I missed out on a quilted rooster bom pattern and have been kicking myself ever since!!!


----------



## Billie in MO (Jun 9, 2002)

Caren said:


> I missed out on a quilted rooster bom pattern and have been kicking myself ever since!!!


There you go!! You have your answer!! See how easy that was???!!!


----------



## AngieM2 (May 10, 2002)

Do IT! Then show us when you finish a block and we will Oooooo and AHHHHHHH and tell you to finish it as you're terriffic!


----------



## jesuisdiana (May 24, 2004)

I did one of the Joann's bom's and now use it as a dining room tablecloth, I bought extra kits thinking I'd make pillow shams till I realized it would not finish bed size, anyway used the extra kits to make 4 matching chair pads for the chairs.
Diana


----------



## HorseMom (Jul 31, 2005)

The one I did at joanns had pre cut pieces included in each kit and each kit was nowhere near $45.

Id say if your bummed about the rooster you better not miss the next block ;-) Is there a way you can still buy the rooster? I did the same with the one from joanns waited too long then started to kick myself for not doing it. I had to drive all over the state plus use ebay to gey all 12 blocks plus the setting kit! You said yours is on the internet so I didn't know if you can track down a rooster. I hope you can!
Heidi


----------



## Caren (Aug 4, 2005)

I have been looking for the rooster! Trust me.

On the upside I just heard one of my Banty pullets crow!


----------



## Caren (Aug 4, 2005)

well I found the rooster patterns. but all you get is the pattern and no fabric. I don't have the stash anymore to pull it off. Bummer


----------



## AngieM2 (May 10, 2002)

Caren - can't you purchase fabric ?


----------



## Caren (Aug 4, 2005)

http://cgi.ebay.com/ws/eBayISAPI.dl...03+&clk_rvr_id=235913068336&item=280554257903

I don"t think it comes with the fabric. what do you think? I am hoping the link works.


----------



## AngieM2 (May 10, 2002)

for the $42 and no more than it is in size, I'd think it has the fabrics. Why don't you ask the seller?


----------



## MacaReenie (Mar 1, 2008)

Oh, you BETTER do this one! Anything that makes you this excited is worth it if you can afford it!!


----------



## susanne (Nov 4, 2004)

love the pattern but without the fabric way over priced.
fabric is not mentioned in the offer


----------



## Tinker (Apr 5, 2004)

I e-mailed seller to see if fabric & backing were included. I'll let you know when I get a response.


----------



## Caren (Aug 4, 2005)

thank you you guys are so sweet. My life has basically been on hold for the past year and a half because I am in online classes. I have 4 MORE weeks! then just an internship that is 40 hours.

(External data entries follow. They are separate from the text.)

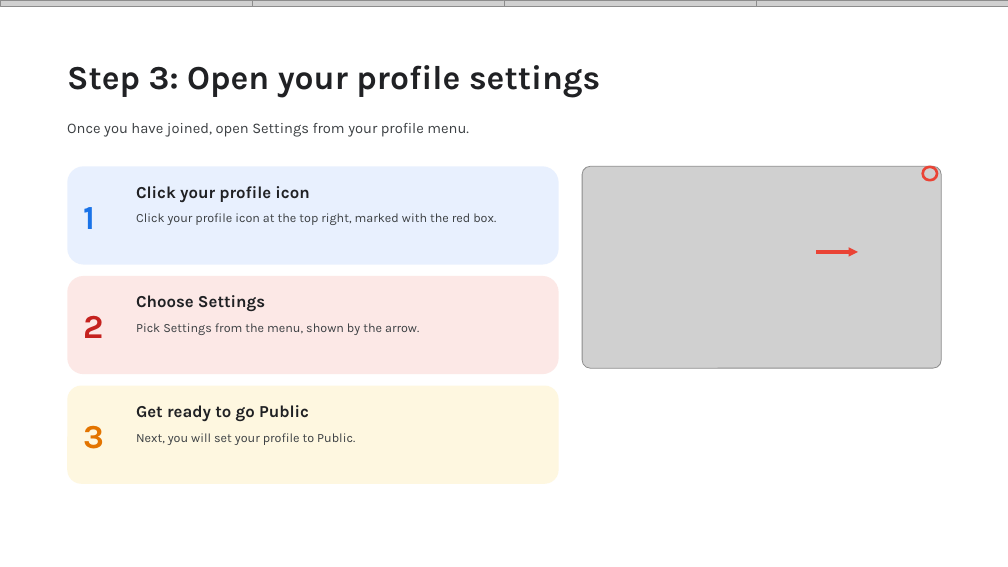
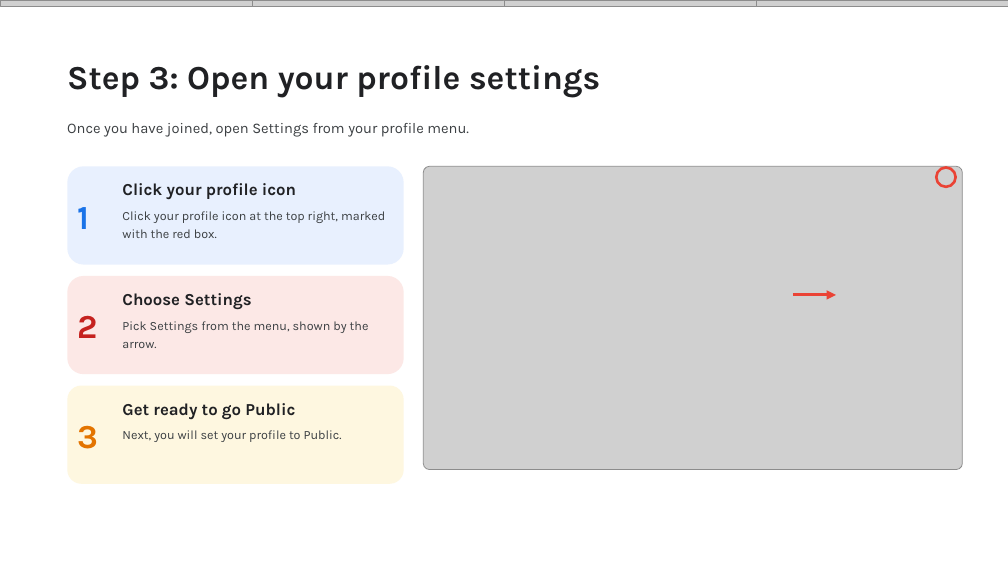
Before and after one commit to Viverun/Realism_Grade, a slide deck: slide 5 of Skill_Boost_Registration_Guide.pptx. Drawn at 1008x567 pixels with LibreOffice and Linux fonts; fonts in the diff are those of the drawing; grey boxes stand for pictures. Boxes give left, top, right and bottom in pixels: in the first picture for what was removed or moved away, otherwise in the second. Text is boxed around its words. In the diff, an @@ line names an element or a change of style, - is before the commit and + after.

```diff
--- a/Skill_Boost_Registration_Guide.pptx
+++ b/Skill_Boost_Registration_Guide.pptx
@@ rounded rectangle: place and size @@
-rounded rectangle at (67, 166, 559, 265)
+rounded rectangle at (67, 166, 404, 265)
@@ text "Click your profile icon": place and size @@
-text "Click your profile icon" at (136, 186, 309, 202)
+text "Click your profile icon" at (122, 183, 296, 199)
@@ picture: place and size @@
-picture at (582, 166, 941, 368)
+picture at (423, 166, 963, 470)
@@ rounded rectangle: place and size @@
-rounded rectangle at (923, 167, 938, 180)
+rounded rectangle at (936, 167, 956, 187)
@@ text "Click your profile icon at ..." rewrapped from (136, 213, 496, 225) to (122, 211, 385, 238) @@
@@ rounded rectangle: place and size @@
-rounded rectangle at (67, 276, 559, 374)
+rounded rectangle at (67, 276, 404, 374)
@@ text "Choose Settings": place and size @@
-text "Choose Settings" at (136, 295, 265, 311)
+text "Choose Settings" at (122, 293, 251, 309)
@@ arrow moved from (817, 252) - (858, 252) to (793, 295) - (836, 295) @@
@@ text "Pick Settings from the menu, ..." rewrapped from (136, 323, 419, 335) to (122, 321, 369, 348) @@
@@ rounded rectangle: place and size @@
-rounded rectangle at (67, 386, 559, 484)
+rounded rectangle at (67, 386, 404, 484)
@@ 3 texts: place and size @@
-3 texts at (83, 207, 104, 449)
+3 texts at (77, 207, 98, 449)
@@ text "Get ready to go Public": place and size @@
-text "Get ready to go Public" at (136, 405, 309, 422)
+text "Get ready to go Public" at (122, 403, 295, 420)
@@ text "Next, you will set your ...": place and size @@
-text "Next, you will set your ..." at (136, 433, 355, 445)
+text "Next, you will set your ..." at (122, 430, 342, 442)
```
Also in this commit, not shown: 19 other slides changed.

I just want my life back. I always wanted to do a block of the month pattern. When I was married I was to busy with the farm then it was learning to be a single mom then it was college. Now I feel it is my time to shine.


----------



## agr8day (Sep 14, 2009)

Maybe you can print off the eBay page or whichever page there that has the biggest picture, enlarge the picture, draw a graph on the picture to help with placement and go from there. My printer doesn't enlarge, but I have a projector that does. Maybe you could check with your school and ask to use one of their projectors, if you don't have one. Where there's a will, there's a way. Yowie! That is one cute quilt. Good luck on finding a way to get it done!8o) And don't forget to share with us when you do.


----------



## Tinker (Apr 5, 2004)

Got an e-mail back from the seller---this is for the PATTERN ONLY---no fabric included!


----------



## susanne (Nov 4, 2004)

what i thought. way overprized


----------



## maxine (Jun 22, 2004)

Caren the BOM is a McKenna Ryan and VERY worth the price..!! I've done 3 of hers and love each of them..the fabric is top quality, she designs the patterns & picks out the fabric herself usually from Hoffman--Batiks.. I have on occassion only bought the patterns, but then to find and purchase the fabrics is much more costly ...I say go for it..do it..do it NOW!!!!!!!!!!!! You are worth it.. )


----------